I just read an article on Microservices and PaaS Architecture. In that article, about a third of the way down, the author states (under Denormalize like Crazy):
Refactor database schemas, and de-normalize everything, to allow complete separation and partitioning of data. That is, do not use underlying tables that serve multiple microservices. There should be no sharing of underlying tables that span multiple microservices, and no sharing of data. Instead, if several services need access to the same data, it should be shared via a service API (such as a published REST or a message service interface).
While this sounds great in theory, in practicality it has some serious hurdles to overcome. The biggest of which is that, often, databases are tightly coupled and every table has some foreign key relationship with at least one other table. Because of this it could be impossible to partition a database into n sub-databases controlled by n microservices.
So I ask: Given a database that consists entirely of related tables, how does one denormalize this into smaller fragments (groups of tables) so that the fragments can be controlled by separate microservices?
For instance, given the following (rather small, but exemplar) database:
[users] table
=============
user_id
user_first_name
user_last_name
user_email
[products] table
================
product_id
product_name
product_description
product_unit_price
[orders] table
==============
order_id
order_datetime
user_id
[products_x_orders] table (for line items in the order)

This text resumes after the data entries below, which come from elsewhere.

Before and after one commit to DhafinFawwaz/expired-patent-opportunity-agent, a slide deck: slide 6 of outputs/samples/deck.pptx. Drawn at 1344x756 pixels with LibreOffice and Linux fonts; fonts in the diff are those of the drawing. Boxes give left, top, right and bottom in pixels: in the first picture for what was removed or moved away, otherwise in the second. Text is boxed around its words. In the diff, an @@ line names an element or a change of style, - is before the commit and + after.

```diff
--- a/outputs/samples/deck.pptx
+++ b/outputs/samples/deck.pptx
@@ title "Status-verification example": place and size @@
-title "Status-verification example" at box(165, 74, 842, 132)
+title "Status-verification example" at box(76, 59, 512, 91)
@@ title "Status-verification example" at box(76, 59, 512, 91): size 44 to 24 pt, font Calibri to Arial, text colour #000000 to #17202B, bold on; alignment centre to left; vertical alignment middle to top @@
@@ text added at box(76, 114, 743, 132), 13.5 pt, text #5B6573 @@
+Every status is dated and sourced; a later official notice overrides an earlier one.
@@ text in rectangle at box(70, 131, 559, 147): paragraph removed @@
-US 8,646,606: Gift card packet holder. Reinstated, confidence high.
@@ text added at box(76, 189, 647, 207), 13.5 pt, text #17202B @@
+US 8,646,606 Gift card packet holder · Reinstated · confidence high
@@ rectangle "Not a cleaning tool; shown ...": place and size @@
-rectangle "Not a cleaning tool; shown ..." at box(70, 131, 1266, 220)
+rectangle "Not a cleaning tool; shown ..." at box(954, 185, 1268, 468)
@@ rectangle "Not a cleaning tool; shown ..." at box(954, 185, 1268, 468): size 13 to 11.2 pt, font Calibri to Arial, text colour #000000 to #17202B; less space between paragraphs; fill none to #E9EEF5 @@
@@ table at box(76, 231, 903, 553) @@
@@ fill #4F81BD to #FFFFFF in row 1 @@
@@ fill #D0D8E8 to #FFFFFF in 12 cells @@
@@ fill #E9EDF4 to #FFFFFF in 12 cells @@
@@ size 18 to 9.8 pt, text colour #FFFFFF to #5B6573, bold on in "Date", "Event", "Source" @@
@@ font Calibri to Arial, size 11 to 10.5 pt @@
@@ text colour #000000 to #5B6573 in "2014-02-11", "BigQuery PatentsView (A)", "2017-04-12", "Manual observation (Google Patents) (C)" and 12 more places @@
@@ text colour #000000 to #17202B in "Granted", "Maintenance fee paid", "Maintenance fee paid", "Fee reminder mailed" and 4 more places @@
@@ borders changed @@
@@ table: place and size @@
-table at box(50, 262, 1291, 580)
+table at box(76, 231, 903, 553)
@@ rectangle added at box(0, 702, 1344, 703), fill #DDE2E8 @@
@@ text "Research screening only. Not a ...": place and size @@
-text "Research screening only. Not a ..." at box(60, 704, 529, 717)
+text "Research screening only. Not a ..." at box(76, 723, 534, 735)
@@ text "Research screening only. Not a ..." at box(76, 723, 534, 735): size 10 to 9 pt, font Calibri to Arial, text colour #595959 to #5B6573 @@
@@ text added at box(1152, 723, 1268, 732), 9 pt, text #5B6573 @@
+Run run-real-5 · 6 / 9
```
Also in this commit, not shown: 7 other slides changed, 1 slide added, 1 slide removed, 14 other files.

=======================================================
products_x_orders_id
product_id
order_id
quantity_ordered
Don't spend too much time critiquing my design, I did this on the fly. The point is that, to me, it makes logical sense to split this database into 3 microservices:
UserService
- for CRUDding users in the system; should ultimately manage the[users]
table; andProductService
- for CRUDding products in the system; should ultimately manage the[products]
table; andOrderService
- for CRUDding orders in the system; should ultimately manage the[orders]
and[products_x_orders]
tables
However all of these tables have foreign key relationships with each other. If we denormalize them and treat them as monoliths, they lose all their semantic meaning:
[users] table
=============
user_id
user_first_name
user_last_name
user_email
[products] table
================
product_id
product_name
product_description
product_unit_price
[orders] table
==============
order_id
order_datetime
[products_x_orders] table (for line items in the order)
=======================================================
products_x_orders_id
quantity_ordered
Now there's no way to know who ordered what, in which quantity, or when.
So is this article typical academic hullabaloo, or is there a real world practicality to this denormalization approach, and if so, what does it look like (bonus points for using my example in the answer)?